Pendaison de l'assassin d'un détracteur de la loi sur le blasphème

L'assassin d'un homme politique pakistanais favorable à une révision de la loi controversée sur le blasphème a été pendu lundi dans une prison de Rawalpindi, ont annoncé les autorités pakistanaises. Il avait criblé de 28 balles sa victime.

Le meurtrier avait abattu en 2011 le gouverneur de la province du Pendjab, la plus peuplée du pays, parce que ce dernier avait apporté son soutien à une chrétienne accusée de blasphème. Le responsable politique s'était aussi déclaré favorable à une révision de la loi sur ce sujet, défendue bec et ongles par les cercles islamistes au pays.

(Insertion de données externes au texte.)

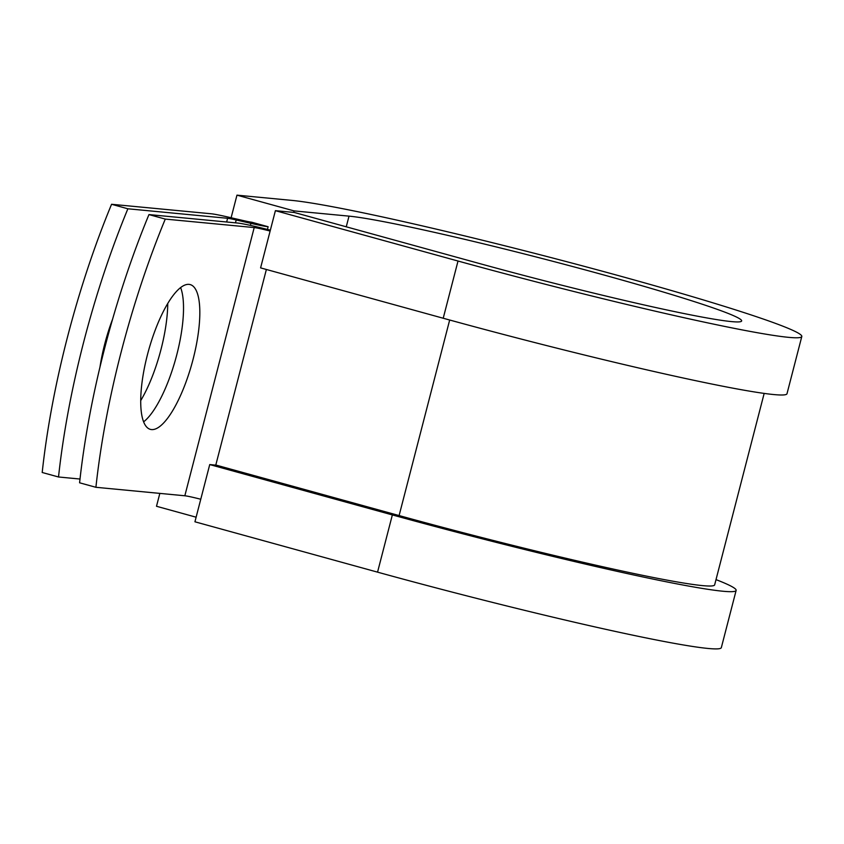 <?xml version="1.0" encoding="UTF-8"?>
<svg xmlns="http://www.w3.org/2000/svg" width="844" height="844" viewBox="0 0 844 844"><rect width="100%" height="100%" fill="white"/><g stroke="black" fill="none" stroke-linecap="round" stroke-linejoin="round"><path stroke-width="1.27" d="M99.972 367.098A75.074 22.64 -74.6 0 1 104.74 343.983A75.074 22.64 -74.6 0 1 112.642 319.032M147.426 354.796A75.074 22.64 105.4 0 0 150.316 429.353A75.074 22.64 105.4 0 0 193.118 359.154A75.074 22.64 105.4 0 0 190.227 284.597A75.074 22.64 105.4 0 0 147.426 354.796M143.607 421.852A75.074 22.64 105.4 0 0 176.807 354.659A75.074 22.64 105.4 0 0 180.627 287.604M270.344 230.18A35.501 1.793 -165.5 0 0 237.881 223.069L148.955 214.587A323.611 97.566 -74.6 0 0 79.589 482.8L95.91 487.294L184.836 495.776A17.756 0.897 -165.5 0 1 200.767 499.247M148.955 214.587L165.276 219.092L254.202 227.574A17.756 0.897 -165.5 0 1 270.122 231.045M227.606 218.29A17.756 0.897 14.5 0 1 236.204 219.968L250.921 223.365A35.501 1.793 -165.5 0 0 268.128 226.73L251.807 222.236A17.756 0.897 -165.5 0 1 243.209 220.548L228.492 217.151A35.501 1.793 14.5 0 0 211.285 213.785L111.566 204.28A323.611 97.566 105.4 0 0 42.2 472.492L58.521 476.987A323.611 97.566 105.4 0 1 127.877 208.784L227.606 218.29L226.646 222.004M167.745 303.523A75.074 22.64 -74.6 0 1 140.705 400.626M80.011 479.033L58.521 476.987M165.276 219.092A323.611 97.566 105.4 0 0 95.91 487.294M111.566 204.28L127.877 208.784M268.128 226.73L267.432 229.431M764.168 393.409L714.657 584.86A247.978 12.512 -165.5 0 1 399.106 515.568L216.486 465.213L209.734 464.569L194.932 521.792L377.553 572.148A270.175 13.631 -165.5 0 0 721.335 647.633L736.137 590.41A270.175 13.631 -165.5 0 1 392.354 514.924L209.734 464.569M458.018 261.028L275.397 210.673L260.596 267.886L443.216 318.241A270.175 13.631 -165.5 0 0 786.998 393.726L801.8 336.513A270.175 13.631 -165.5 0 1 458.018 261.028L443.216 318.241M346.251 226.804L349.015 216.138A208.035 10.497 -165.5 0 1 573.593 266.778A208.035 10.497 -165.5 0 1 741.644 320.952A208.035 10.497 -165.5 0 1 476.923 262.832L294.303 212.477L275.397 210.673M349.015 216.138L294.071 210.905L236.964 195.154L291.897 200.397A270.175 13.631 -165.5 0 1 583.552 266.155A270.175 13.631 -165.5 0 1 801.8 336.513M716.007 579.617A270.175 13.631 -165.5 0 1 736.137 590.41M236.964 195.154L231.108 217.763M293.68 212.414L294.071 210.905M159.832 493.392L156.499 506.273L196.124 517.203M254.202 227.574L184.836 495.776M236.204 219.968L235.465 222.837M250.921 223.365L250.404 225.38M266.377 269.479L215.769 465.149M449.673 320.024L399.106 515.568M392.354 514.924L377.553 572.148"/></g></svg>
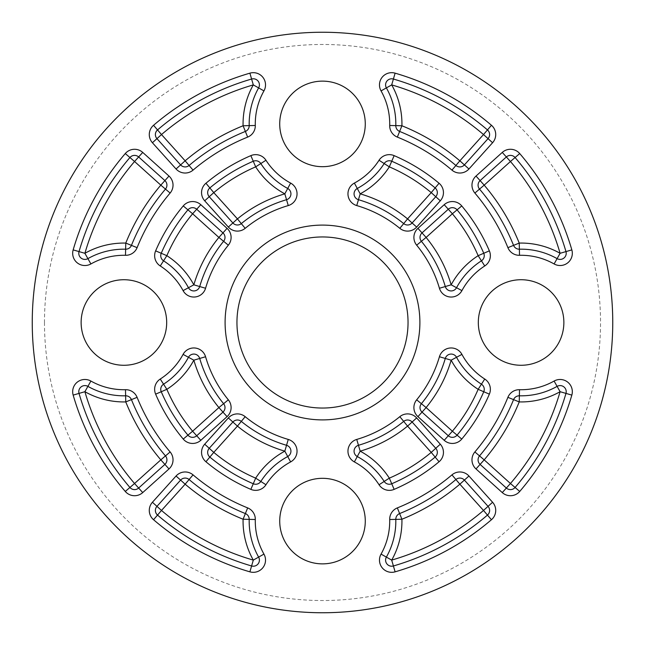 <?xml version="1.0" encoding="UTF-8"?>
<svg xmlns="http://www.w3.org/2000/svg" width="645" height="645" viewBox="0 0 645 645"><rect width="100%" height="100%" fill="white"/><g stroke="black" fill="none" stroke-linecap="round" stroke-linejoin="round"><path stroke-width="0.48" stroke-dasharray="3.23 2.42" d="M457.071 435.149A175.496 175.496 0 0 0 483.758 391.733A6.111 6.111 0 0 0 481.444 384.186A73.328 73.328 0 0 1 456.539 357.282A6.111 6.111 0 0 0 445.292 358.459A127.952 127.952 0 0 1 421.387 403.697A6.111 6.111 0 0 0 422.024 412.115L448.291 435.762A6.111 6.111 0 0 0 457.071 435.149M566.125 392.765A6.111 6.111 0 0 1 565.971 393.402A6.111 6.111 0 0 0 557.103 386.371A73.328 73.328 0 0 1 519.378 395.804A6.111 6.111 0 0 0 513.565 399.626A206.045 206.045 0 0 1 479.525 455.902A6.111 6.111 0 0 0 480.098 464.4L506.357 488.047A6.111 6.111 0 0 0 515.081 487.475M209.851 457.071A175.496 175.496 0 0 0 253.267 483.758A6.111 6.111 0 0 0 260.814 481.444A73.328 73.328 0 0 1 287.718 456.539A6.111 6.111 0 0 0 286.541 445.292A127.952 127.952 0 0 1 241.303 421.387A6.111 6.111 0 0 0 232.885 422.024L209.238 448.291A6.111 6.111 0 0 0 209.851 457.071M156.953 506.357A6.111 6.111 0 0 0 157.525 515.081A253.59 253.59 0 0 0 251.598 565.971A6.111 6.111 0 0 0 258.629 557.103A73.328 73.328 0 0 1 249.196 519.378A6.111 6.111 0 0 0 245.374 513.565A206.045 206.045 0 0 1 189.098 479.525A6.111 6.111 0 0 0 180.6 480.098M187.929 209.851A175.496 175.496 0 0 0 161.242 253.267A6.111 6.111 0 0 0 163.556 260.814A73.328 73.328 0 0 1 188.461 287.718A6.111 6.111 0 0 0 199.708 286.541A127.952 127.952 0 0 1 223.613 241.303A6.111 6.111 0 0 0 222.977 232.885L196.709 209.238A6.111 6.111 0 0 0 187.929 209.851M129.919 157.525A253.59 253.59 0 0 0 79.029 251.598A6.111 6.111 0 0 0 87.897 258.629A73.328 73.328 0 0 1 125.622 249.196A6.111 6.111 0 0 0 131.435 245.374A206.045 206.045 0 0 1 165.475 189.098A6.111 6.111 0 0 0 164.902 180.6L138.643 156.953A6.111 6.111 0 0 0 129.919 157.525M456.539 287.718A73.328 73.328 0 0 1 481.444 260.814A6.111 6.111 0 0 0 483.758 253.267A175.496 175.496 0 0 0 457.071 209.851A6.111 6.111 0 0 0 448.291 209.238L422.024 232.885A6.111 6.111 0 0 0 421.387 241.303A127.952 127.952 0 0 1 445.292 286.541A6.111 6.111 0 0 0 456.539 287.718A6.111 6.111 0 0 1 445.51 287.162M513.565 245.374A6.111 6.111 0 0 0 519.378 249.196A73.328 73.328 0 0 1 557.103 258.629A6.111 6.111 0 0 0 565.971 251.598A6.111 6.111 0 0 1 566.125 252.235M515.081 157.525A6.111 6.111 0 0 0 506.357 156.953L480.098 180.6A6.111 6.111 0 0 0 479.525 189.098M357.282 456.539A73.328 73.328 0 0 1 384.186 481.444A6.111 6.111 0 0 0 391.733 483.758A175.496 175.496 0 0 0 435.149 457.071A6.111 6.111 0 0 0 435.762 448.291L412.115 422.024A6.111 6.111 0 0 0 403.697 421.387A127.952 127.952 0 0 1 358.459 445.292A6.111 6.111 0 0 0 357.282 456.539M399.626 513.565A6.111 6.111 0 0 0 395.804 519.378A73.328 73.328 0 0 1 386.371 557.103A6.111 6.111 0 0 0 393.402 565.971A253.59 253.59 0 0 0 487.475 515.081A6.111 6.111 0 0 0 488.047 506.357L464.4 480.098A6.111 6.111 0 0 0 455.902 479.525M188.461 357.282A73.328 73.328 0 0 1 163.556 384.186A6.111 6.111 0 0 0 161.242 391.733A175.496 175.496 0 0 0 187.929 435.149A6.111 6.111 0 0 0 196.709 435.762L222.977 412.115A6.111 6.111 0 0 0 223.613 403.697A127.952 127.952 0 0 1 199.708 358.459A6.111 6.111 0 0 0 188.461 357.282A6.111 6.111 0 0 1 199.49 357.838M125.622 395.804A73.328 73.328 0 0 1 87.897 386.371A6.111 6.111 0 0 0 79.029 393.402A253.59 253.59 0 0 0 129.919 487.475A6.111 6.111 0 0 0 138.643 488.047L164.902 464.4A6.111 6.111 0 0 0 165.475 455.902A206.045 206.045 0 0 1 131.435 399.626A6.111 6.111 0 0 0 125.622 395.804M435.149 187.929A175.496 175.496 0 0 0 391.733 161.242A6.111 6.111 0 0 0 384.186 163.556A73.328 73.328 0 0 1 357.282 188.461A6.111 6.111 0 0 0 358.459 199.708A127.952 127.952 0 0 1 403.697 223.613A6.111 6.111 0 0 0 412.115 222.977L435.762 196.709A6.111 6.111 0 0 0 435.149 187.929M393.402 79.029A6.111 6.111 0 0 0 386.371 87.897A73.328 73.328 0 0 1 395.804 125.622A6.111 6.111 0 0 0 399.626 131.435M455.902 165.475A6.111 6.111 0 0 0 464.4 164.902L488.047 138.643A6.111 6.111 0 0 0 487.475 129.919M287.718 188.461A73.328 73.328 0 0 1 260.814 163.556A6.111 6.111 0 0 0 253.267 161.242A175.496 175.496 0 0 0 209.851 187.929A6.111 6.111 0 0 0 209.238 196.709L232.885 222.977A6.111 6.111 0 0 0 241.303 223.613A127.952 127.952 0 0 1 286.541 199.708A6.111 6.111 0 0 0 287.718 188.461M245.374 131.435A6.111 6.111 0 0 0 249.196 125.622A73.328 73.328 0 0 1 258.629 87.897A6.111 6.111 0 0 0 251.598 79.029A253.59 253.59 0 0 0 157.525 129.919A6.111 6.111 0 0 0 156.953 138.643L180.6 164.902A6.111 6.111 0 0 0 189.098 165.475M32.25 322.5A290.25 290.25 0 0 1 467.625 71.135A290.25 290.25 0 0 1 467.625 573.865A290.25 290.25 0 0 1 32.25 322.5M279.728 123.905A42.772 42.772 0 0 0 322.5 166.684A42.772 42.772 0 0 0 365.272 123.905A42.772 42.772 0 0 0 322.5 81.133A42.772 42.772 0 0 0 279.728 123.905M123.905 365.272A42.772 42.772 0 0 0 166.684 322.5A42.772 42.772 0 0 0 123.905 279.728A42.772 42.772 0 0 0 81.133 322.5A42.772 42.772 0 0 0 123.905 365.272M365.272 521.096A42.772 42.772 0 0 0 322.5 478.316A42.772 42.772 0 0 0 279.728 521.096A42.772 42.772 0 0 0 322.5 563.867A42.772 42.772 0 0 0 365.272 521.096M521.096 279.728A42.772 42.772 0 0 0 478.316 322.5A42.772 42.772 0 0 0 521.096 365.272A42.772 42.772 0 0 0 563.867 322.5A42.772 42.772 0 0 0 521.096 279.728M44.473 322.5A278.027 278.027 0 0 0 461.514 563.279A278.027 278.027 0 0 0 461.514 81.722A278.027 278.027 0 0 0 44.473 322.5M456.539 357.282A6.111 6.111 0 0 0 445.792 357.249M566.205 392.112A6.111 6.111 0 0 0 557.103 386.371M258.919 557.691A6.111 6.111 0 0 0 258.629 557.103M188.461 287.718A6.111 6.111 0 0 0 188.8 288.283M199.208 287.751A6.111 6.111 0 0 0 199.49 287.162M79.029 251.598A6.111 6.111 0 0 0 78.875 252.235M78.795 252.888A6.111 6.111 0 0 0 87.897 258.629M557.103 258.629A6.111 6.111 0 0 0 566.205 252.888M386.371 557.103A6.111 6.111 0 0 0 386.081 557.691M385.855 558.312A6.111 6.111 0 0 0 393.402 565.971M87.897 386.371A6.111 6.111 0 0 0 78.795 392.112M78.875 392.765A6.111 6.111 0 0 0 79.029 393.402M388.975 79.424A6.111 6.111 0 0 0 385.855 86.688M386.081 87.309A6.111 6.111 0 0 0 386.371 87.897M258.629 87.897A6.111 6.111 0 0 0 258.919 87.309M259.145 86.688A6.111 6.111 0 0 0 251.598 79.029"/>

Policier affecté à la protection du gouverneur, l'homme avait avoué son geste pour lequel il a été qualifié de "héros" par des islamistes et des avocats, qui l'avaient même couvert de pétales de roses à sa première arrivée au tribunal.

Selon un responsable de la police locale, l'exécution a eu lieu après une ultime rencontre dimanche soir entre le condamné à mort et les membres de sa famille.

Pas d'incident majeur
Des milliers de manifestants, rassemblés lundi au Pakistan à l'appel des milieux islamistes conservateurs, ont dénoncé cette pendaison.

Des rassemblements ont notamment eu lieu à Karachi, Lahore, et dans la capitale Islamabad. Mais la mobilisation est restée limitée et la plupart se sont achevés sans incident majeur, sous haute sécurité.

Ses funérailles sont prévues mardi à Rawalpindi et pourraient s'accompagner d'un nouveau rassemblement.

"Les 24 prochaines heures seront très critiques pour le gouvernement", a souligné l'expert en sécurité Hasan Askari, estimant qu'il a pris le risque de mener une exécution susceptible de déclencher des violences afin d'"aller à l'encontre des soupçons" qu'il soutient les islamistes.

Terrorisme
L'assassinat du gouverneur, qui avait pétrifié une classe politique locale déjà très frileuse sur toute controverse impliquant l'islam, religion d'Etat au Pakistan, avait valu à l'assassin d'être condamné à la peine capitale pour meurtre et terrorisme.

Mais en mars 2015, un tribunal avait annulé sa peine pour terrorisme et ainsi reporté sine die son exécution, les autorités limitant à cette époque les exécutions aux seuls condamnés pour terrorisme. Et l'affaire avait aussitôt été portée devant le plus haut tribunal au pays. En octobre, la cour suprême a toutefois confirmé le verdict de culpabilité et la peine décidée en première instance.

Au Pakistan, la loi sur le blasphème prévoit jusqu'à la peine de mort pour les personnes reconnues coupables d'offense à l'islam, ce qui n'était pas le cas du gouverneur. Ainsi, des extrémistes et des foules ont déjà lynché des personnes soupçonnées d'insultes à l'islam sans attendre le verdict de la justice.